Friday, August 29, 2014

Jeter plays shortstop and bats second.

The Yankees made this decision 10 years ago, when a 'roided-up ARod was moved to third base.

With a month left on the Jeter Retirement Tour, nobody is going to mess with the captain now.

"Now some may ask, what’s the alternative at this point in the season?

We actually came up with one based on a simple premise: ranking the Yankees hitters by their August OPS.

That produces a lineup of Jacoby Ellsbury (CF), Martin Prado (RF), Carlos Beltran (DH), Mark Teixeira (1B), Chase Headley (3B), Brett Gardner (LF), Stephen Drew (2B) and Jeter (SS)."


Guess who I'm about to mention?

At this moment, the Yankee first baseman -- who goes by many nicknames -- Nails, Iron Horse, Solo HR, AL MVP, Foul Territory -- has an actual batting average of .226.

So bat Prado fourth and send Fatso to the bench.

Jeter is past his prime.
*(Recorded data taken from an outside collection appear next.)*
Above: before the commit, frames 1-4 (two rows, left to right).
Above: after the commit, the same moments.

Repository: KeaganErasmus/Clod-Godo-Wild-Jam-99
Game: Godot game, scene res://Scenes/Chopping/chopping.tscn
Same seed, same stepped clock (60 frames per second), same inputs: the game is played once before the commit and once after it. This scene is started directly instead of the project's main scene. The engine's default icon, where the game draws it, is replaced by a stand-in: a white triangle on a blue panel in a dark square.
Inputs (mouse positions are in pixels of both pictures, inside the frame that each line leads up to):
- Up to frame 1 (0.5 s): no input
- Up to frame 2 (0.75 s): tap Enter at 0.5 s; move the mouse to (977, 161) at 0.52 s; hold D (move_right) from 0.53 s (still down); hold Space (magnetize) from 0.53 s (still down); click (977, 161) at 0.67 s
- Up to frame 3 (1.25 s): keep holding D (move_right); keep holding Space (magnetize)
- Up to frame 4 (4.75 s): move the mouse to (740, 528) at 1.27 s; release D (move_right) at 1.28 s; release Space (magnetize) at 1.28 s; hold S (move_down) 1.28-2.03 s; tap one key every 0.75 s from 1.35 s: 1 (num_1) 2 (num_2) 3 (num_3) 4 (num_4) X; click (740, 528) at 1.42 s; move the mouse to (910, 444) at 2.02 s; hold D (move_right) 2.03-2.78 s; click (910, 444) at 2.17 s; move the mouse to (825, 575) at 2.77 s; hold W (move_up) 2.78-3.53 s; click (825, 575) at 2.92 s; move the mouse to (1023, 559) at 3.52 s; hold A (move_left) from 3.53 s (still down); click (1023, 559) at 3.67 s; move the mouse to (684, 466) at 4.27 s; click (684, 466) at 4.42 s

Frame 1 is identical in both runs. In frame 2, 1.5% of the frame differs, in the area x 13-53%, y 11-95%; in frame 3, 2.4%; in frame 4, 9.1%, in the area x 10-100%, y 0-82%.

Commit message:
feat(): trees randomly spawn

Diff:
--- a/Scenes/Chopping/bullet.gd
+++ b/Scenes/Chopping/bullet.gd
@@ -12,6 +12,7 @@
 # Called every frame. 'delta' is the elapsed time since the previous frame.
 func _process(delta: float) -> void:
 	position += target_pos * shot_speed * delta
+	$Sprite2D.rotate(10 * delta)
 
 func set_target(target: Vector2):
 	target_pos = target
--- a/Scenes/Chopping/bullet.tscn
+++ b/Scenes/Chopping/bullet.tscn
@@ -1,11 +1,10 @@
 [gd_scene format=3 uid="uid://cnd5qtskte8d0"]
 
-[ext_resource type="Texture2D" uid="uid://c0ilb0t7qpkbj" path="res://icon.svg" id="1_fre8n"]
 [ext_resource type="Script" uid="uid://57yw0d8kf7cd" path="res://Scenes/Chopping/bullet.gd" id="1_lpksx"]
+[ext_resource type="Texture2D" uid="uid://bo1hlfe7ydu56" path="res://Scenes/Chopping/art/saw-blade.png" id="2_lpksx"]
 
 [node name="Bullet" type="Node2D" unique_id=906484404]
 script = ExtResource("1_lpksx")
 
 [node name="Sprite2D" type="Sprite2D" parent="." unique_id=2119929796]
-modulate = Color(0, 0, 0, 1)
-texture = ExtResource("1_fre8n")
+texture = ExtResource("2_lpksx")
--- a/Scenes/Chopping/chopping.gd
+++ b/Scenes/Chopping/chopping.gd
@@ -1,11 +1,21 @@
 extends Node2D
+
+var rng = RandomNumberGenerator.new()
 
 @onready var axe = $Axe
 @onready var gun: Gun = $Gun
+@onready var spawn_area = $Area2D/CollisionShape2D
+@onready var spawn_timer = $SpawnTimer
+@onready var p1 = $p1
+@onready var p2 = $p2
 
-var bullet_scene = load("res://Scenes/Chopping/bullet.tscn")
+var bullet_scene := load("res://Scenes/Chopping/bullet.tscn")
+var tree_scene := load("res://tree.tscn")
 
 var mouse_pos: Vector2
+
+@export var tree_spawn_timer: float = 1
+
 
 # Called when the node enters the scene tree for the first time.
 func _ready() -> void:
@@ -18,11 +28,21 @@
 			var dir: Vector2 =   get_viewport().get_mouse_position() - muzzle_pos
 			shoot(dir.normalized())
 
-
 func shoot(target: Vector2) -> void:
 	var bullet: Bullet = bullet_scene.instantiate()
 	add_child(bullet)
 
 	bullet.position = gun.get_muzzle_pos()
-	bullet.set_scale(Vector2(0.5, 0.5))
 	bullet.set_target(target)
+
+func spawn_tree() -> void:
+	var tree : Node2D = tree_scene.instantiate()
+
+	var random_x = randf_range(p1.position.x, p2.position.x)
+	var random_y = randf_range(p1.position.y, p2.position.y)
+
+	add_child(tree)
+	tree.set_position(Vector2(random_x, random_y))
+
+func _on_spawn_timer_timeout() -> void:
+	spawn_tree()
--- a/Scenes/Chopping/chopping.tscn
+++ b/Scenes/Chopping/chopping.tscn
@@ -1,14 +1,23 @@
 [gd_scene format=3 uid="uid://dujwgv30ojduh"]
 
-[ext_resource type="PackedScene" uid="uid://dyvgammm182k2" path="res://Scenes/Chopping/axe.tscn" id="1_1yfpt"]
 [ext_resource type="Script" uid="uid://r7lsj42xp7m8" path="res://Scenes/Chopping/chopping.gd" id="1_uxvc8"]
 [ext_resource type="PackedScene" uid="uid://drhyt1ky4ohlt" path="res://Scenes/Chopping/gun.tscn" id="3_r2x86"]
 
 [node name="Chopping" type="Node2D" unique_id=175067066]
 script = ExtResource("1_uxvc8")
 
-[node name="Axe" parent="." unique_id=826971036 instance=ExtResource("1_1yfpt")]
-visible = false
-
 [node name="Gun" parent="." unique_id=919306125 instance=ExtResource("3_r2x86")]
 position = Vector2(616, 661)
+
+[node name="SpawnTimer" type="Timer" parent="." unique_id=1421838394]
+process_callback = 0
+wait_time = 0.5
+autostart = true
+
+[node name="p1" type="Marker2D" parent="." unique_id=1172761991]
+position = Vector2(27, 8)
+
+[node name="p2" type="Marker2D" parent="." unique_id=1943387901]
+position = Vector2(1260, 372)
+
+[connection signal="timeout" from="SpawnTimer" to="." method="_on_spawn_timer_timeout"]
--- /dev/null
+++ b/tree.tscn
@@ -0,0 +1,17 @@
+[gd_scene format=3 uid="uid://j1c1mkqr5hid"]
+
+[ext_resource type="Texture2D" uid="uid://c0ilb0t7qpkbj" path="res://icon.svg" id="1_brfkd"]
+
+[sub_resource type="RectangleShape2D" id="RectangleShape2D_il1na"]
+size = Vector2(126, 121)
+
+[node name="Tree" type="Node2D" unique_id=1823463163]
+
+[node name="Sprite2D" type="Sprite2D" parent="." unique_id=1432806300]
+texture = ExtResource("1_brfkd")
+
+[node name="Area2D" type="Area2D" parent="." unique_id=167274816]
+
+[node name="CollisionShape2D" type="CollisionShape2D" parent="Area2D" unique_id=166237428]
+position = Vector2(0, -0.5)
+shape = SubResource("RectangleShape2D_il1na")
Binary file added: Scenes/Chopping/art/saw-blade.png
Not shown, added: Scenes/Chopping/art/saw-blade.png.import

He hits into too many double plays and always has. He doesn't walk enough perhaps, though he can still handle the bat, so to speak. He is also in a midst of a slump, which he'll probably break out of soon. You could have said the same thing about Ellsbury a week ago.

The problem with the Yankee offense?

It really isn't Jeter.

Ice cream sandwich diss.

Thursday, August 28, 2014

Yankees scored more runs than a bowlful of puppies.

I'll admit that's a nonsense metaphor, but no worse than George King's:

"As one hit off David Price followed another and Yankees’ runners moved around bases like marbles set free in a bathtub, the architects understood how rare the scene was."

You're free, marbles.

Tuesday, August 26, 2014

Let's simplify your mission statement.

It doesn't look good, but I'll give him the benefit of the doubt with the injuries. He seems like a man who isn't particularly committed to physical conditioning or proactively fighting the effects of aging or making sure he's always on the field. But you never know. Maybe he's a tough guy and his body is sending cautionary signals.

In any case, he overestimates his contributions when healthy:

" 'Physically, this has been a very difficult year for me,' Teixeira said. 'The only consolation I take is that when I am healthy and feeling good and can get a nice stretch of games, I’m still driving in runs and hitting home runs and that’s what I’m here for.' "

This is the problem right here.

He thinks his job is to hit home runs, and that's a complication. His job is to drive in runs.

If he scores 100 or so, that would be fine, too. Can't discourage walks.

Bu this fundamental misunderstanding is precisely how you end up with a cleanup hitter with 14 solo HRs and terrible RISP stats.


Also, if you project his stats for 700 plate appearances, it's, like, 35 HRs an 91 RBIs. Still nothing special for a cleanup hitter playing home games at Yankee Stadium.